**PROBLEM DESCRIPTION**
Copy exactly the lines of the material below that fall between the line with "toe_top_setback = 3.0" and the line with "lug_base = (height - lug_height) / 2", both of those lines included; pictures stay out.

**SOURCE MATERIAL**

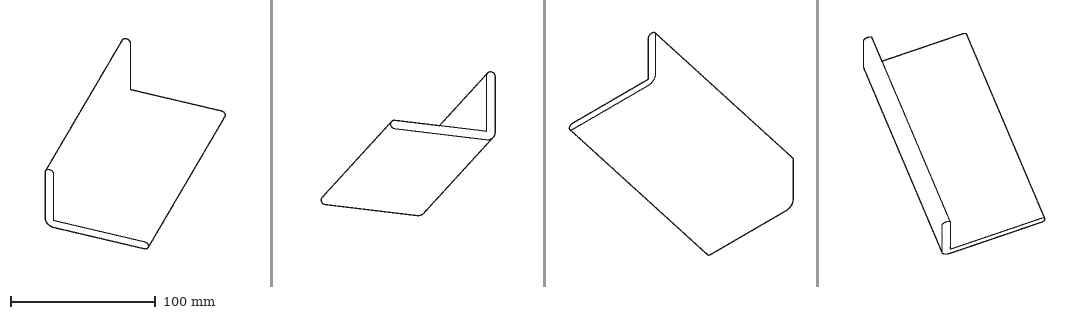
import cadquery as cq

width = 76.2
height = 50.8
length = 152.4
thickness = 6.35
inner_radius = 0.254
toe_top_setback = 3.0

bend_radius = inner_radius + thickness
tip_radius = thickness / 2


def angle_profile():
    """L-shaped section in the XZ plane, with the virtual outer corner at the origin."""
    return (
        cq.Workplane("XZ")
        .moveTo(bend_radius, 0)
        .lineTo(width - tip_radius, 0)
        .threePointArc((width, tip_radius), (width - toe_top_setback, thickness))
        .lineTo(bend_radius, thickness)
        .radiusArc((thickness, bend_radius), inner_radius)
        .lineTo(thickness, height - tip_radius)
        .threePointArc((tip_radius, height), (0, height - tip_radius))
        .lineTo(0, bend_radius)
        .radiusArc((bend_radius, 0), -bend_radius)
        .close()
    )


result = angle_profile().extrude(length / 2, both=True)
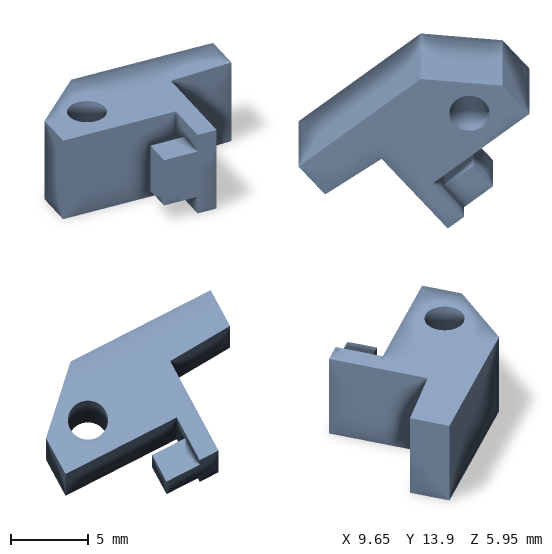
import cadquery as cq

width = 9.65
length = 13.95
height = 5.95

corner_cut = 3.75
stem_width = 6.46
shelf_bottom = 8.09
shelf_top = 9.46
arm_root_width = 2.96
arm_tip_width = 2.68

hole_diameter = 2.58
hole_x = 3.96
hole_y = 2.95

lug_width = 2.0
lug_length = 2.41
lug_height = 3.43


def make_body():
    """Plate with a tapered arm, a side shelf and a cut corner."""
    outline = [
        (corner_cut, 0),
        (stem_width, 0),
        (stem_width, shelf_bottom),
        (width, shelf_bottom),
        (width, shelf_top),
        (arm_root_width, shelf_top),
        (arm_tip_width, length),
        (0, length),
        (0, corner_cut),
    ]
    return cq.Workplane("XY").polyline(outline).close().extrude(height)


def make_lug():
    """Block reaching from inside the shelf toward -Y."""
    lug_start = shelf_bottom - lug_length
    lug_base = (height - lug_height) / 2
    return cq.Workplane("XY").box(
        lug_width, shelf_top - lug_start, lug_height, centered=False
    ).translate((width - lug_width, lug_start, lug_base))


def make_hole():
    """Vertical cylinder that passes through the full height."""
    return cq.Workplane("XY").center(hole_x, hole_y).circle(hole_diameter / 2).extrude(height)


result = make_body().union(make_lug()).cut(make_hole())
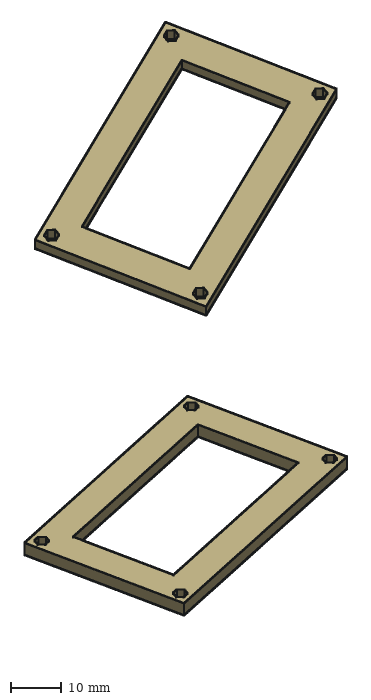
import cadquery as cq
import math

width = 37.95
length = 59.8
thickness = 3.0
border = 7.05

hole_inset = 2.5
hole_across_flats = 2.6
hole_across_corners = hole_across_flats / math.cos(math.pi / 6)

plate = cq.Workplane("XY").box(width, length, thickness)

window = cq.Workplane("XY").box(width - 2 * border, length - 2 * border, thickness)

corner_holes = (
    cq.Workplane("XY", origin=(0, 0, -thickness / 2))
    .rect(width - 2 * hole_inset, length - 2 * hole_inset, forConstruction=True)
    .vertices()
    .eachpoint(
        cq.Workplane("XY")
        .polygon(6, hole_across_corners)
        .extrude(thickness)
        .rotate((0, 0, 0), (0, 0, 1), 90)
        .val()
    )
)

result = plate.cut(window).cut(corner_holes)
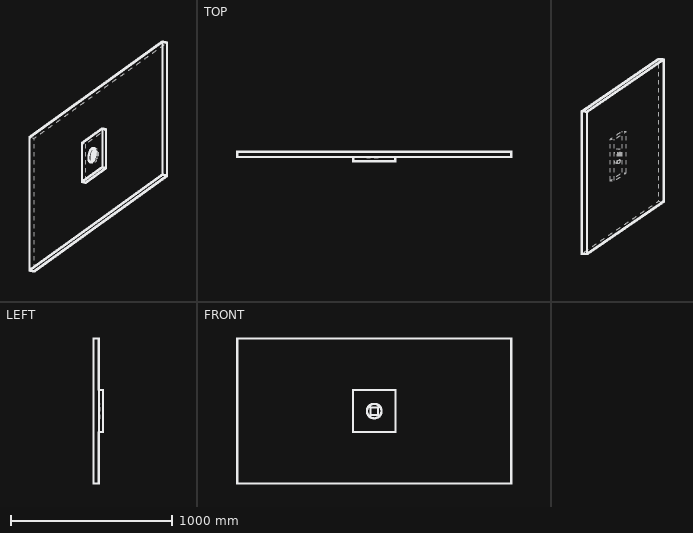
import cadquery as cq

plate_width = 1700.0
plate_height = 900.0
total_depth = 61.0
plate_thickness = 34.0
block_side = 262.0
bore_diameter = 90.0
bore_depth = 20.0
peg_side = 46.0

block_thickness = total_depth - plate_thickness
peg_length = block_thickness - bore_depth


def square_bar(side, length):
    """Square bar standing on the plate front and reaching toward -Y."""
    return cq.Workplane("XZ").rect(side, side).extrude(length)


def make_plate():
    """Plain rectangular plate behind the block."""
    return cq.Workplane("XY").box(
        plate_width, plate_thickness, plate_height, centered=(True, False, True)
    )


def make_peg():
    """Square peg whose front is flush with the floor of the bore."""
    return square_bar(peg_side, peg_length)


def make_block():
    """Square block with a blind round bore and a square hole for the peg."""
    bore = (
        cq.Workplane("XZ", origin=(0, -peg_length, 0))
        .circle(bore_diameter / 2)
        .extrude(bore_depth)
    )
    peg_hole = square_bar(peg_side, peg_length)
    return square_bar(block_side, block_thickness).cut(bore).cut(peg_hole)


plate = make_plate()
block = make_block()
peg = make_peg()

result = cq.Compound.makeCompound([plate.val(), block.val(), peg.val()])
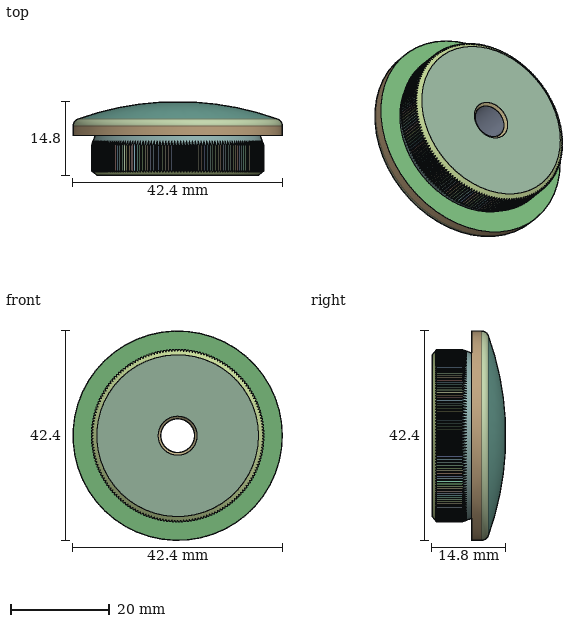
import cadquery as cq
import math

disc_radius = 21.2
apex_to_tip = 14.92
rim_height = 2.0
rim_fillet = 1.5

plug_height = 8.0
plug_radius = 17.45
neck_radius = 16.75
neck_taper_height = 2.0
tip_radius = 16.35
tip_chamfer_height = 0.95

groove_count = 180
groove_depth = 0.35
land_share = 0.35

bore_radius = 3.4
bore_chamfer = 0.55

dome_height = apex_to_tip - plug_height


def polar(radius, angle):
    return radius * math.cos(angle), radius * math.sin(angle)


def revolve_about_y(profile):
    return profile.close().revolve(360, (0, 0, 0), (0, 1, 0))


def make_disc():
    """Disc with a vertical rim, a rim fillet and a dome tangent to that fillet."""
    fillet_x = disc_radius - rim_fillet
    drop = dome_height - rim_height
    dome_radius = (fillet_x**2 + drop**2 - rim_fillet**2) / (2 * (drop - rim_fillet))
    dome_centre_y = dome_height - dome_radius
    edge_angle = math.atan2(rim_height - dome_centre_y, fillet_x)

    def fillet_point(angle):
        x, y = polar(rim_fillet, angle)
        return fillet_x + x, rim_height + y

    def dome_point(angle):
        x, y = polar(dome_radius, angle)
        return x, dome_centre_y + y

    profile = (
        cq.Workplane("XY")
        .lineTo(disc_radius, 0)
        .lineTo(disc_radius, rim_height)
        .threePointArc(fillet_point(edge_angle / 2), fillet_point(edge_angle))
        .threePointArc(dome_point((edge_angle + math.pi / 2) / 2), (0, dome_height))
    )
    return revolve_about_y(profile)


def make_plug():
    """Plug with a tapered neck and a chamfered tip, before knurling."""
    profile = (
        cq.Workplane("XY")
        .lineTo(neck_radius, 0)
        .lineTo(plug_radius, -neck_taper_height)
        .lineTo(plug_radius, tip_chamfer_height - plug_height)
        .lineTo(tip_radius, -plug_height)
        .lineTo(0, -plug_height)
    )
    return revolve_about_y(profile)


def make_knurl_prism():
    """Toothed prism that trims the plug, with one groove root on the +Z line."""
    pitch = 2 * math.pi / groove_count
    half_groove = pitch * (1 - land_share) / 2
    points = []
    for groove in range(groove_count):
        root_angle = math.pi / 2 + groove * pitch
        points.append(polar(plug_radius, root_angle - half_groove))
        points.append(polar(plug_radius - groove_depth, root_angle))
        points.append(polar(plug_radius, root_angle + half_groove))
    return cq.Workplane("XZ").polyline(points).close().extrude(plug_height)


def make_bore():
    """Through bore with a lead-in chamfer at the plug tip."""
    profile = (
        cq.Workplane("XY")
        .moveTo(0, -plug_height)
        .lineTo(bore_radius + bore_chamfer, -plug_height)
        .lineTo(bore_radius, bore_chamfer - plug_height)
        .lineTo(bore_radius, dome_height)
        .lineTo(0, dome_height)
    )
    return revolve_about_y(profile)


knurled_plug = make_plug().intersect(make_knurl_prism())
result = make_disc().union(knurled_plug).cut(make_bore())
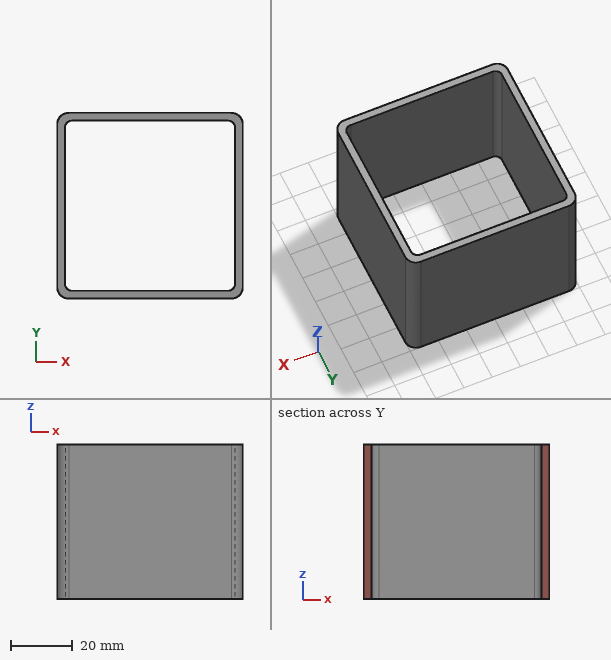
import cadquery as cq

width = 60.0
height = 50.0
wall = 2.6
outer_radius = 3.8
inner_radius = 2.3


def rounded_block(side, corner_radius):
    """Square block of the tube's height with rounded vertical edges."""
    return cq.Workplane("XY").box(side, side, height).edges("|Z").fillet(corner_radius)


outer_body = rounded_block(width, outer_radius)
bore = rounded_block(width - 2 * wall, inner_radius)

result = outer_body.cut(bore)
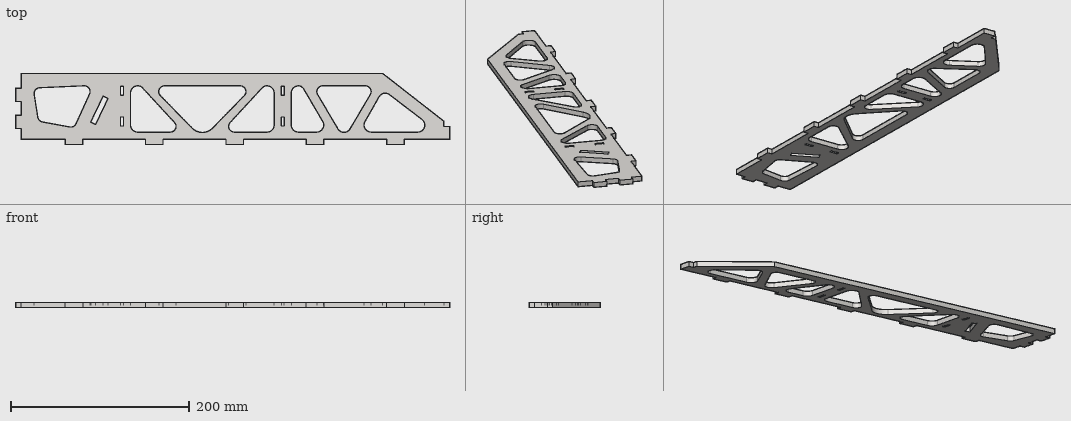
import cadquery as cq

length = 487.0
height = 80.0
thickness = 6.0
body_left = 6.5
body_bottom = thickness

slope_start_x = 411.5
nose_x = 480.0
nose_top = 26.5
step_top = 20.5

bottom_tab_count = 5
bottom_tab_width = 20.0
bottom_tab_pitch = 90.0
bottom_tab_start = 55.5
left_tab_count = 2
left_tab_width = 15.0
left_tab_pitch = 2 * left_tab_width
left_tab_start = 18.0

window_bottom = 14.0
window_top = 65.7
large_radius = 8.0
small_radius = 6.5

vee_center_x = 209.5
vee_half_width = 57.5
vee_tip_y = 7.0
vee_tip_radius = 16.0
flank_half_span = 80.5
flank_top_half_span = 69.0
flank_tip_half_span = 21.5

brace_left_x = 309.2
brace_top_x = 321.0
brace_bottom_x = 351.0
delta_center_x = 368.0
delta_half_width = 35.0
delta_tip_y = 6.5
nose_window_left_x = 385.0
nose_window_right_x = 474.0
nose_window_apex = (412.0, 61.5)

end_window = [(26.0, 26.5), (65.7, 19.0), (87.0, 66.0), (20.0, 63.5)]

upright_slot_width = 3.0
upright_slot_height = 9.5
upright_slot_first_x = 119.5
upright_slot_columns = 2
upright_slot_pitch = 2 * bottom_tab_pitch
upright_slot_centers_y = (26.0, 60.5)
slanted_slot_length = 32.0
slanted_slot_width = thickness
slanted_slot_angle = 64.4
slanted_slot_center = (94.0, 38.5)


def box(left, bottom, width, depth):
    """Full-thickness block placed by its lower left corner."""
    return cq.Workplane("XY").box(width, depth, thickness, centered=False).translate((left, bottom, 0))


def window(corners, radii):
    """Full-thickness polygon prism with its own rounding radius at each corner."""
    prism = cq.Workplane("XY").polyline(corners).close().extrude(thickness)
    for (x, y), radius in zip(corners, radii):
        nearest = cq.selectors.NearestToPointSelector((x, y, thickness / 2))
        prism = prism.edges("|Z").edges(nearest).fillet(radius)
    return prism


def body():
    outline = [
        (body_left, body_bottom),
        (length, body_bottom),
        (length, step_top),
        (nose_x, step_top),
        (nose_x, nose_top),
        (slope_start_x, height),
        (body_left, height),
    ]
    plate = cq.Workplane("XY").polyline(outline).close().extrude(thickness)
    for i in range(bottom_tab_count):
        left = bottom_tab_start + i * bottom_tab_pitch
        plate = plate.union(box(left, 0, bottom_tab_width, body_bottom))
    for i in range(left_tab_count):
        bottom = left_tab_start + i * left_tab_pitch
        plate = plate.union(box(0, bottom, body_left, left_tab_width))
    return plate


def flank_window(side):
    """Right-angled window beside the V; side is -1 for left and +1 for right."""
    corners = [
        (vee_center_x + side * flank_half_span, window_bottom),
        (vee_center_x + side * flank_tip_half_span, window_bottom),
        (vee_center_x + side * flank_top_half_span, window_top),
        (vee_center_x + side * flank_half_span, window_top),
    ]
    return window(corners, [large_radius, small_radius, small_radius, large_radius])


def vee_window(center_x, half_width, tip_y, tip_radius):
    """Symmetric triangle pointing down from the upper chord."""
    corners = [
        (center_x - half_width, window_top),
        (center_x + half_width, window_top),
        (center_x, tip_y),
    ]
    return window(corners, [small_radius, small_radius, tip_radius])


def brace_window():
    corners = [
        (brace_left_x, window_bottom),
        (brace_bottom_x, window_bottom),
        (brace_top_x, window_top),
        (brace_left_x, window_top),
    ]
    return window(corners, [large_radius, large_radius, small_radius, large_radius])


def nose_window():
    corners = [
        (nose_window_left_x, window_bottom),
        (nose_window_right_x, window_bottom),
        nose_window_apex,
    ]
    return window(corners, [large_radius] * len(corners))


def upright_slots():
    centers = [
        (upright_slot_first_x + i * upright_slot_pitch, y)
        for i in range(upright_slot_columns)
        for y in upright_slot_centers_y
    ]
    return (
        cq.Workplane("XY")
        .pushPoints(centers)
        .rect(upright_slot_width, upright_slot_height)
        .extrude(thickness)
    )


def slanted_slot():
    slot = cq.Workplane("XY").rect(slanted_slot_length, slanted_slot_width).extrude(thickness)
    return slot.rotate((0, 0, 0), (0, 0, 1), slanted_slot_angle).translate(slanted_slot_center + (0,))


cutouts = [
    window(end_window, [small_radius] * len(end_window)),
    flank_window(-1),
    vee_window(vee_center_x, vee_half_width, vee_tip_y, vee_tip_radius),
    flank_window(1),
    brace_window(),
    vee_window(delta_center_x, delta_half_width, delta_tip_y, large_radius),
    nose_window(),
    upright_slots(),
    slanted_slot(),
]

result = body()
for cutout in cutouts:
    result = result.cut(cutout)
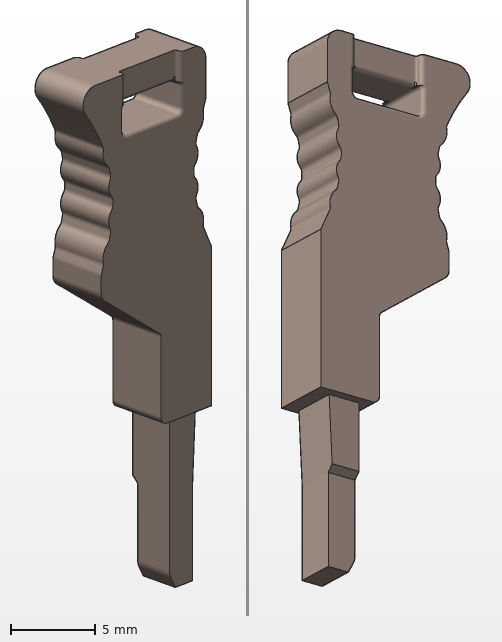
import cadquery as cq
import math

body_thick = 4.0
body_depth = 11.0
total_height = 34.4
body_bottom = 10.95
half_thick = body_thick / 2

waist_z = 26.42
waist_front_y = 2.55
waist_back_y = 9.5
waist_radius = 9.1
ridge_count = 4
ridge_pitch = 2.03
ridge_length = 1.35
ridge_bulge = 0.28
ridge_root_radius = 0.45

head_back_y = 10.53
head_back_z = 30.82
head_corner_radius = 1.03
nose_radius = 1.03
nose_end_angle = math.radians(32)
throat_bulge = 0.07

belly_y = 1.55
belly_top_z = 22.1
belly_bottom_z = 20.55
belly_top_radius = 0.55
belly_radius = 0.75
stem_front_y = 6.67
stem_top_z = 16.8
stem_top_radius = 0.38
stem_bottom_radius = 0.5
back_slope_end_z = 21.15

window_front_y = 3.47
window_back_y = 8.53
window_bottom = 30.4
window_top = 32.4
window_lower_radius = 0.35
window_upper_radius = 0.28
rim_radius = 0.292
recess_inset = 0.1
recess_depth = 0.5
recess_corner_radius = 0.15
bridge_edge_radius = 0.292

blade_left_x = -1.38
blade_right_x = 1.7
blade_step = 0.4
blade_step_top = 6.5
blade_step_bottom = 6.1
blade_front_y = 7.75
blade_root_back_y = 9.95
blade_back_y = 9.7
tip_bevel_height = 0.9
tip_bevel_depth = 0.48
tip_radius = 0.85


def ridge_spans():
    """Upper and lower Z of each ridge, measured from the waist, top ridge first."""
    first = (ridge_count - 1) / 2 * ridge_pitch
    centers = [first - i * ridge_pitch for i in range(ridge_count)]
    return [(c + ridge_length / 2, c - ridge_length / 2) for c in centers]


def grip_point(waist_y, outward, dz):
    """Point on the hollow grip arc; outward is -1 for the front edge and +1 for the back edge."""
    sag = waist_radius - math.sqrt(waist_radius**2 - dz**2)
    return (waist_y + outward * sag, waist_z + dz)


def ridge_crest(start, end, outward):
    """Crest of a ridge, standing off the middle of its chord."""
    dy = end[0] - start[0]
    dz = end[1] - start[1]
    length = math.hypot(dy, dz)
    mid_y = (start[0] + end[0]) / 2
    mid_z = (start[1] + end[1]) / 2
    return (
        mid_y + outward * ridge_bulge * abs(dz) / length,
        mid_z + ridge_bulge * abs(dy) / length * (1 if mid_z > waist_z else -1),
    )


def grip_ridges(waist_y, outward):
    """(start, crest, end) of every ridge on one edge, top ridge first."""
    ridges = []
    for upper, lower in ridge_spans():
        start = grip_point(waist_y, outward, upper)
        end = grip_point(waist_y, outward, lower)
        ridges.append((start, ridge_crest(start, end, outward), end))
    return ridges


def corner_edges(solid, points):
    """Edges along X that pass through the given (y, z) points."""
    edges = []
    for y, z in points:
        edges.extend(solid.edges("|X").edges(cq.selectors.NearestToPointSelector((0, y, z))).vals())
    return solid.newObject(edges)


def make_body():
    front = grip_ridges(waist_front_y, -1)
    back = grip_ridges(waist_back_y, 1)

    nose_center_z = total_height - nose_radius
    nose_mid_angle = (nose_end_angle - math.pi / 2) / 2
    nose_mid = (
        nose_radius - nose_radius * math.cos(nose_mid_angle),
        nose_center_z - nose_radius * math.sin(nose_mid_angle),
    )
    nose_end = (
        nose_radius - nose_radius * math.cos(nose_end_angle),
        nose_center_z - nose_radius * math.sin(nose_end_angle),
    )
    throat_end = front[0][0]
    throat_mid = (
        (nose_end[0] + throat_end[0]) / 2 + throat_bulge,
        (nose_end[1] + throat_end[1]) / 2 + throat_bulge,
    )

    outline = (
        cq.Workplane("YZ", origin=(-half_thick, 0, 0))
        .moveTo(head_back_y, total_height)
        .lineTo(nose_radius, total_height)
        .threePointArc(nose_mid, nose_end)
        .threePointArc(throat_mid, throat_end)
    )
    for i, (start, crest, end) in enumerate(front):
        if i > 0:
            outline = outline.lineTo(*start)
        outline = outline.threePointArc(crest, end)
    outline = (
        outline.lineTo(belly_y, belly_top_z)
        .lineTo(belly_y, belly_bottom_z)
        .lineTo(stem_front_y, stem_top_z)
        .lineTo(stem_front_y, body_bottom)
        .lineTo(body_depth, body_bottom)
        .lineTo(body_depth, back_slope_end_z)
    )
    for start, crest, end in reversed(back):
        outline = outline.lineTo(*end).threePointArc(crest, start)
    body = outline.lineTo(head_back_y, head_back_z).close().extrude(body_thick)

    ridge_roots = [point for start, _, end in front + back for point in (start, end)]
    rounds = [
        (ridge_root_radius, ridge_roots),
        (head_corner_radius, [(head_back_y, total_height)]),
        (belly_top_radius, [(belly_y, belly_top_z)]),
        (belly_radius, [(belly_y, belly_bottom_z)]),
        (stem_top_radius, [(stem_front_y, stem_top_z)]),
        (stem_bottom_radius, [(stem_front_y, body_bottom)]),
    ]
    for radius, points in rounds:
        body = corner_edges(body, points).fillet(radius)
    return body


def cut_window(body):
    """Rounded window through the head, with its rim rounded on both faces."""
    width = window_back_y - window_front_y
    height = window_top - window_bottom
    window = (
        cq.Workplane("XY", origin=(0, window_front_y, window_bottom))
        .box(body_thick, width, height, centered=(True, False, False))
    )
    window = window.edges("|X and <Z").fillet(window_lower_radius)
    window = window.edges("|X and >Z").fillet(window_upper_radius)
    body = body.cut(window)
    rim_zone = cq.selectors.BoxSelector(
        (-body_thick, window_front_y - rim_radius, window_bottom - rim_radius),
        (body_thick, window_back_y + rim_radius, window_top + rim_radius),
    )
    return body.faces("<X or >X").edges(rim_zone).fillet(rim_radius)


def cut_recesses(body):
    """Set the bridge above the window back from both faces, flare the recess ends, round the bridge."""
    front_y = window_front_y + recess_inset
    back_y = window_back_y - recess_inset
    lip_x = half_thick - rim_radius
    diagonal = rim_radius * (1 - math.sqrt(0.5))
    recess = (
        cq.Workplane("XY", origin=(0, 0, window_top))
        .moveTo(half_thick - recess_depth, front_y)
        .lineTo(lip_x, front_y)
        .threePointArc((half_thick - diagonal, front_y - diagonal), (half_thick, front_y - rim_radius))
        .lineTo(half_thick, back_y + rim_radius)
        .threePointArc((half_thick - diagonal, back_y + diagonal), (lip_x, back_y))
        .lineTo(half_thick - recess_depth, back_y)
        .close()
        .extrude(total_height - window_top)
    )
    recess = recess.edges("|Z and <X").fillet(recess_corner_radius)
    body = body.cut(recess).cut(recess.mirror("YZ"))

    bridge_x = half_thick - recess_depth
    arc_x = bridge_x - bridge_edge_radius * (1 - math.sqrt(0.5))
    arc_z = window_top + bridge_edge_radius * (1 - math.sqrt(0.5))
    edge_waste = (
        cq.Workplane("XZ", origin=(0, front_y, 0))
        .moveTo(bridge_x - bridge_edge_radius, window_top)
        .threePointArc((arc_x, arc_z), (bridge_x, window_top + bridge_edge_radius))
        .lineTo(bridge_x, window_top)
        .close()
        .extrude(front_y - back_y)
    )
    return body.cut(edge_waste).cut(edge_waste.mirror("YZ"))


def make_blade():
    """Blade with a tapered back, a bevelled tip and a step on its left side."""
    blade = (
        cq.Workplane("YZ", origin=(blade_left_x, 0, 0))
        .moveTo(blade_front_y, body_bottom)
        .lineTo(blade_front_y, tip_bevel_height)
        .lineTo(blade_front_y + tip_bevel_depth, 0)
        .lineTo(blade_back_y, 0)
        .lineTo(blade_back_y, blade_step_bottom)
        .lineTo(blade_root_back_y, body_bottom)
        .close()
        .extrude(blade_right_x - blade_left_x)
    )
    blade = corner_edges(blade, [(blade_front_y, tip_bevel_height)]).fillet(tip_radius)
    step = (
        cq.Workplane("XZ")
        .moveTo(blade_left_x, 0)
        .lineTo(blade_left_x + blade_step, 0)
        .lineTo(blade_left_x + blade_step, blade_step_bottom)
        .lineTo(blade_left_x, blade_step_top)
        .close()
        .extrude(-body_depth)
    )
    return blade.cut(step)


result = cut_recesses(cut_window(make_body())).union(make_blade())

**OUTPUT FOR THIS EXERCISE**
toe_top_setback = 3.0

bend_radius = inner_radius + thickness
tip_radius = thickness / 2


def angle_profile():
    """L-shaped section in the XZ plane, with the virtual outer corner at the origin."""
    return (
        cq.Workplane("XZ")
        .moveTo(bend_radius, 0)
        .lineTo(width - tip_radius, 0)
        .threePointArc((width, tip_radius), (width - toe_top_setback, thickness))
        .lineTo(bend_radius, thickness)
        .radiusArc((thickness, bend_radius), inner_radius)
        .lineTo(thickness, height - tip_radius)
        .threePointArc((tip_radius, height), (0, height - tip_radius))
        .lineTo(0, bend_radius)
        .radiusArc((bend_radius, 0), -bend_radius)
        .close()
    )


result = angle_profile().extrude(length / 2, both=True)
import cadquery as cq

width = 9.65
length = 13.95
height = 5.95

corner_cut = 3.75
stem_width = 6.46
shelf_bottom = 8.09
shelf_top = 9.46
arm_root_width = 2.96
arm_tip_width = 2.68

hole_diameter = 2.58
hole_x = 3.96
hole_y = 2.95

lug_width = 2.0
lug_length = 2.41
lug_height = 3.43


def make_body():
    """Plate with a tapered arm, a side shelf and a cut corner."""
    outline = [
        (corner_cut, 0),
        (stem_width, 0),
        (stem_width, shelf_bottom),
        (width, shelf_bottom),
        (width, shelf_top),
        (arm_root_width, shelf_top),
        (arm_tip_width, length),
        (0, length),
        (0, corner_cut),
    ]
    return cq.Workplane("XY").polyline(outline).close().extrude(height)


def make_lug():
    """Block reaching from inside the shelf toward -Y."""
    lug_start = shelf_bottom - lug_length
    lug_base = (height - lug_height) / 2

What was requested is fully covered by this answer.